I sat there looking at him elated to recount those words to me now and wondered if he would feel the same way I did if I sat and read him my own first blog…a barrage of heartache and sorrow where he played the main star. Would he would feel the same nostalgia? Would he would feel happy that we are in a better place now? Or would he feel like I just need to get over it already since it has been years?

We sat and talked about the old days, old blogs and old memories (only the good ones) over crappy gift wine and I felt a sense of closeness to him that I always feel during conversations like these. I felt relieved that I had deleted that first blog because this is a much better place now and, yes, I need to get over it.
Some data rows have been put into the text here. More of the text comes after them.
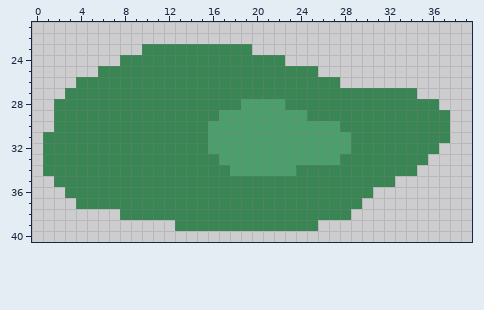
Pixel-art sprite -- assets/sprites/blocks/props/fern-bush1.png. That is the earlier state.
The file is 64x64 pixels. Shown: x 0..39, y 21..40.
The same view after the edit:
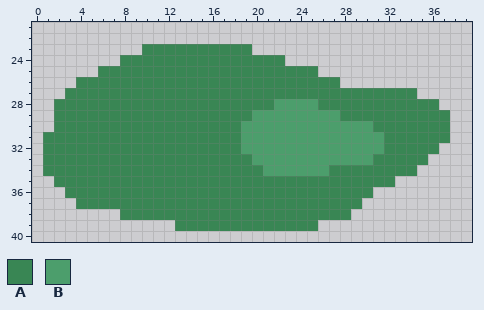
Palette (. is transparent): A #398654  B #4c9e6c
Change:
@@ x 14..33 @@
 27 AAAAAAAAAAAAAAAAAAAA
-28 AAAAABBBBAAAAAAAAAAA
-29 AAABBBBBBBBAAAAAAAAA
-30 AABBBBBBBBBBBBAAAAAA
-31 AABBBBBBBBBBBBBAAAAA
-32 AABBBBBBBBBBBBBAAAAA
-33 AAABBBBBBBBBBBAAAAAA
-34 AAAABBBBBBAAAAAAAAAA
+28 AAAAAAAABBBBAAAAAAAA
+29 AAAAAABBBBBBBBAAAAAA
+30 AAAAABBBBBBBBBBBBAAA
+31 AAAAABBBBBBBBBBBBBAA
+32 AAAAABBBBBBBBBBBBBAA
+33 AAAAAABBBBBBBBBBBAAA
+34 AAAAAAABBBBBBAAAAAAA
 35 AAAAAAAAAAAAAAAAAAA.

It is funny the paths that life takes us through and how things like blogs can take us back to a time when we were different. Maybe this is the ultimate reason why I want to start this blog…to document new memories I can look back on years later. A lot has happened since that one blog post and it would go without saying that we have both changed in various ways. The judgments have gotten better, the paychecks bigger, the clothes nicer, and the love stronger (despite the heartbreak)…but it is nice to know that he can cover me with goose bumps years later. I love you baby.

Sunday, December 9, 2007

the first post of the new blog

i am highly impressionable, there is no denying that. i, quite convincingly, adored abba in high-school because my two girlfriends loved them. i sang along to their crappy ass music for years until i discovered years later that i violently despise them - abba - not the friends, i still adore them. during the whole sars scare a few years ago i convinced myself that i, after a bout with flu, had sars too…although that could be credited to my hypochondria.

blogging, for me, is no different. i started my first blog years ago because of a co-worker and his witty and brilliant online repartee. i started my second blog because i enjoyed reading other people’s blogs and i so desperately wanted to write as well as they did and express my own musings on this thing called life. lately, guilt-ridden by a old blog that i never write anymore and envious of other witty blogs, i decided to start afresh and write a new blog whose contents will be whatever comes to me during my train-ride commute to and from work.

why start again? i am not sure. maybe it is because my star-sign dictates my own self-obsession driven through some form of insecurity to put myself out there so people can see the real carefully created public me. maybe it is my hopeless quest to please everyone, that has sadly haunted me my entire life, that I feel the need to take to the pen keyboard to freely carefully express myself online. maybe it is not as deep as i make it out to seem and it truly is because i enjoy writting...however horrific my creative writting may be.

i guess only time will tell what will come of all of this. third-time is a charm they always say and I hope this will be the case with this third blog. happy readings.